For merchandisers: Comprehensive management of backlog on future production allows supply chain teams to align new production with existing orders. This helps guarantee stock for customers with precise delivery dates, increasing both customer satisfaction and repeat business.
For planners: By better understanding customer needs, planners can move from reactive to proactive while shifting from traditional wholesale models to more agile, data-driven, customer-oriented approaches.
Finding balance for brands heavily dependent on department stores
While the tips, recommendations and solutions offered so far are the ideal endpoint for brands, the reality is that not all brands can immediately pivot away from department store and retail dependence.
In this scenario, a more gradual approach makes more sense:
- Start with direct digital presence: Even without a full DTC infrastructure, establishing direct customer connections through digital channels provides valuable market intelligence and reduces information asymmetry.
- Test alternative channels at small scale: Pilot programmes with select marketplaces or boutique retailers can create proof points for diversification without risking core relationships.
- Build strategic partnerships: Develop deeper relationships with more financially stable department or retail stores while gradually reducing dependency on those with challenging payment terms.
Regaining wholesale control
Even if a major wholesale partner like Saks Global threatens to terminate relationships when payment issues arise, the right systems provide the control needed to maintain these partnerships without accepting unmanageable risk.
When paired with a collaborative, customer-oriented approach like Création Gross’, technology enables brands to continue distributing goods while using accurate sales data to minimise capital exposure.

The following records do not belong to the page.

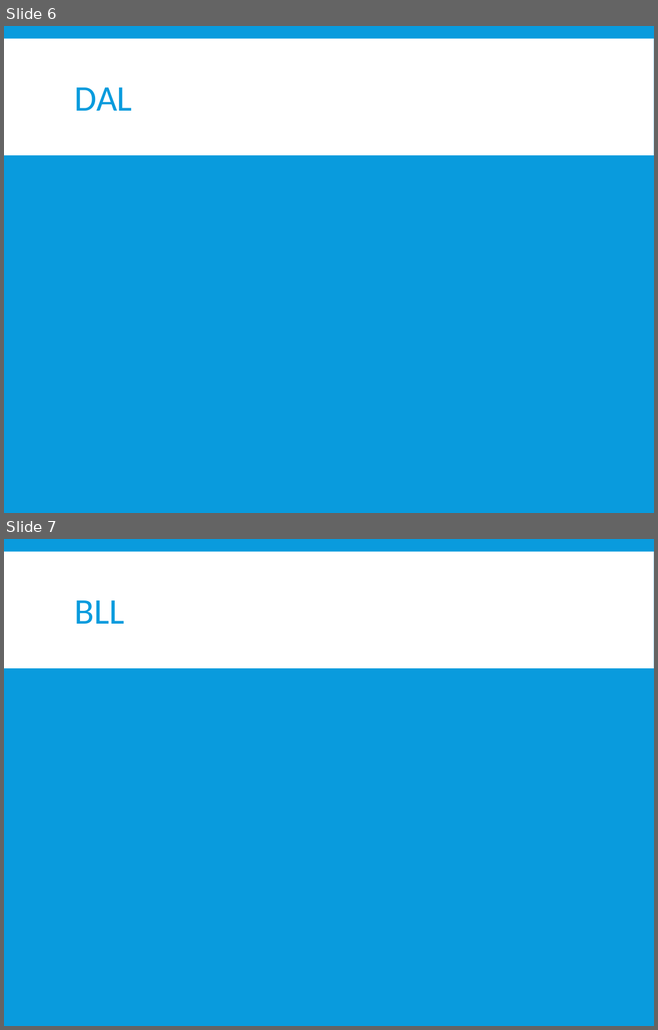
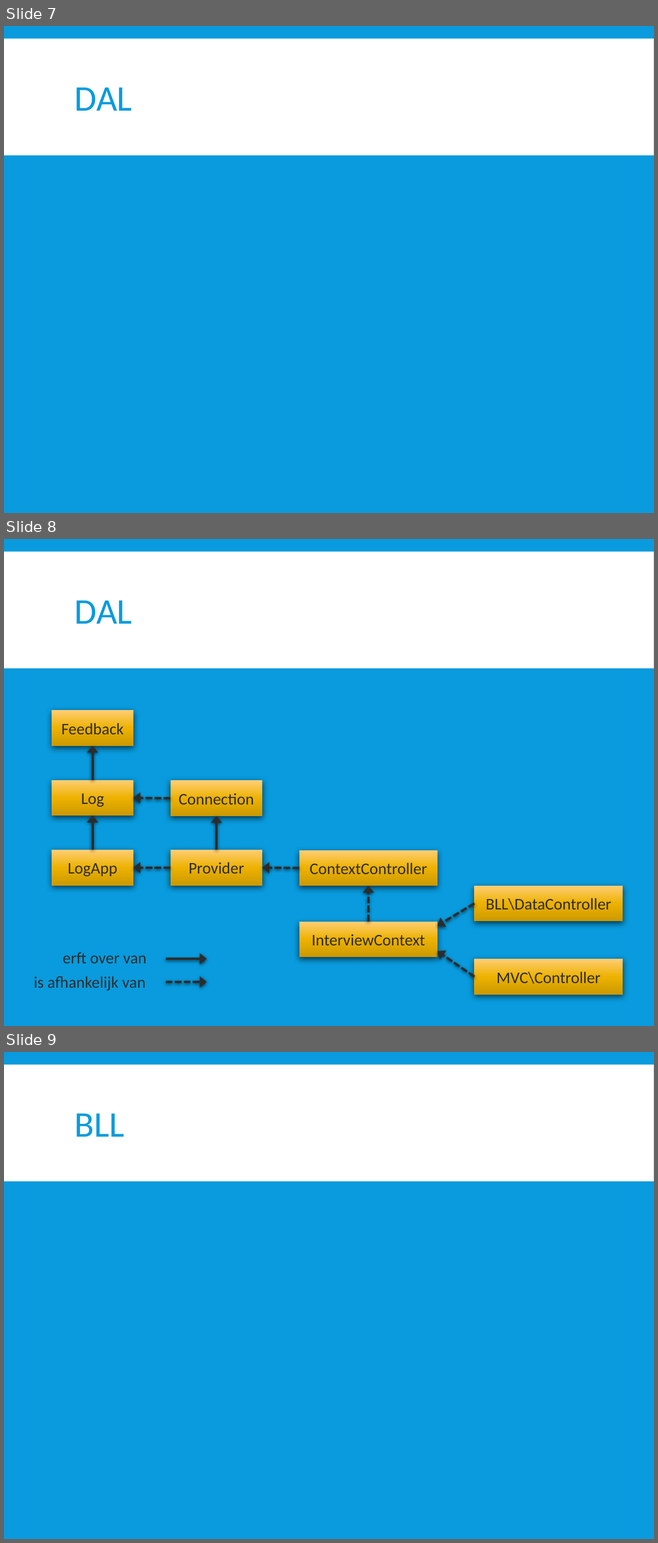
Before and after one commit to dlife/InstantInterview, a slide deck: Presentatie/2015 06 04 Presentatie II.pptx. Shown one above the other, each under a label of ours: slides 6 and 7 before the commit, slides 7, 8 and 9 after it. The pictures are 658x1030 and 658x1543 pixels, drawn with LibreOffice and Linux fonts; fonts in the diff are those of the drawing. Boxes give left, top, right and bottom in pixels: in the first picture for what was removed or moved away, otherwise in the second. Text is boxed around its words. In the diff, an @@ line names an element or a change of style, - is before the commit and + after.

```diff
--- a/Presentatie/2015 06 04 Presentatie II.pptx
+++ b/Presentatie/2015 06 04 Presentatie II.pptx
@@ slide 8 added at (x1=4, y1=539, x2=654, y2=1026), background #099BDD; not listed: 1 template element that a slide beside it also shows @@
@@ title added at (x1=75, y1=600, x2=132, y2=624), 40 pt, text #099BDD @@
+DAL
@@ rectangle added at (x1=52, y1=711, x2=133, y2=746), fill gradient #FFCE77 to #EEB300 to #CC9A00, 18 pt, text #2C2C2C @@
+Feedback
@@ arrow added from (92, 780) to (92, 746), #2C2C2C 2.5 pt @@
@@ rectangle added at (x1=52, y1=780, x2=133, y2=816), fill gradient #FFCE77 to #EEB300 to #CC9A00, 18 pt, text #2C2C2C @@
+Log
@@ rectangle added at (x1=170, y1=781, x2=263, y2=816), fill gradient #FFCE77 to #EEB300 to #CC9A00, 18 pt, text #2C2C2C @@
+Connection
@@ arrow added from (170, 798) to (133, 798), #2C2C2C 2.5 pt dashed @@
@@ arrow added from (92, 850) to (92, 816), #2C2C2C 2.5 pt @@
@@ arrow added from (216, 850) to (216, 816), #2C2C2C 2.5 pt @@
@@ rectangle added at (x1=52, y1=850, x2=133, y2=886), fill gradient #FFCE77 to #EEB300 to #CC9A00, 18 pt, text #2C2C2C @@
+LogApp
@@ rectangle added at (x1=170, y1=850, x2=263, y2=886), fill gradient #FFCE77 to #EEB300 to #CC9A00, 18 pt, text #2C2C2C @@
+Provider
@@ rectangle added at (x1=299, y1=850, x2=437, y2=886), fill gradient #FFCE77 to #EEB300 to #CC9A00, 18 pt, text #2C2C2C @@
+ContextController
@@ arrow added from (170, 868) to (133, 868), #2C2C2C 2.5 pt dashed @@
@@ arrow added from (299, 868) to (263, 868), #2C2C2C 2.5 pt dashed @@
@@ arrow added from (368, 922) to (368, 886), #2C2C2C 2.5 pt dashed @@
@@ rectangle added at (x1=474, y1=886, x2=622, y2=922), fill gradient #FFCE77 to #EEB300 to #CC9A00, 18 pt, text #2C2C2C @@
+BLL\DataController
@@ arrow added from (474, 903) to (437, 925), #2C2C2C 2.5 pt dashed @@
@@ rectangle added at (x1=299, y1=922, x2=437, y2=957), fill gradient #FFCE77 to #EEB300 to #CC9A00, 18 pt, text #2C2C2C @@
+InterviewContext
@@ text added at (x1=63, y1=953, x2=146, y2=964), 18 pt, text #2C2C2C @@
+erft over van
@@ arrow added from (474, 977) to (437, 951), #2C2C2C 2.5 pt dashed @@
@@ arrow added from (166, 959) to (206, 959), #2C2C2C 2.5 pt @@
@@ rectangle added at (x1=474, y1=959, x2=622, y2=994), fill gradient #FFCE77 to #EEB300 to #CC9A00, 18 pt, text #2C2C2C @@
+MVC\Controller
@@ text added at (x1=34, y1=976, x2=146, y2=991), 18 pt, text #2C2C2C @@
+is afhankelijk van
@@ arrow added from (166, 982) to (206, 982), #2C2C2C 2.5 pt dashed @@
@@ what was slide 6 is now slide 7 @@
@@ what was slide 7 is now slide 9 @@
```
Also in this commit, not shown: 5 slides changed, 15 other slides added, 2 slides removed.

As Création Gross discovered, this data-driven approach minimised risk on both sides of the equation, allowing brands to make decisions based on actual performance.
“Ultimately, this modern approach to wholesale – treating it with the same care and attention to detail as retail – has not only streamlined our operations but positively impacted our bottom line,” added Tobias.
Key takeaways
The Saks Global vendor payment crisis highlights that traditional wholesale models are increasingly unsustainable and fragile.
It also serves as a reminder that every fashion brand stakeholder has a role to play in building resilience:
For CFOs: Prioritise channel diversification and financial flexibility. The most resilient brands maintain multiple revenue streams. Ideally, no single wholesale partner should represent more than 15-20% of total business.
For merchandisers: Move beyond seasonal assortments to create dynamic, retailer-specific inventory strategies that reflect each partner’s financial reality and sales performance.
For planners: Turn planning from a periodic exercise to a continuous, data-driven process that can respond quickly to changing market conditions and payment performance.
By embracing smarter channel strategies, implementing data-driven inventory management, and leveraging fashion-specific technology capabilities, wholesalers can mitigate points of vulnerability in their retail partnerships and flourish, even in the face of retail consolidation and payment challenges.
Fashion ERPs offer more than just systems – they provide the strategic control needed to maintain critical retail relationships while safeguarding finances and operational stability.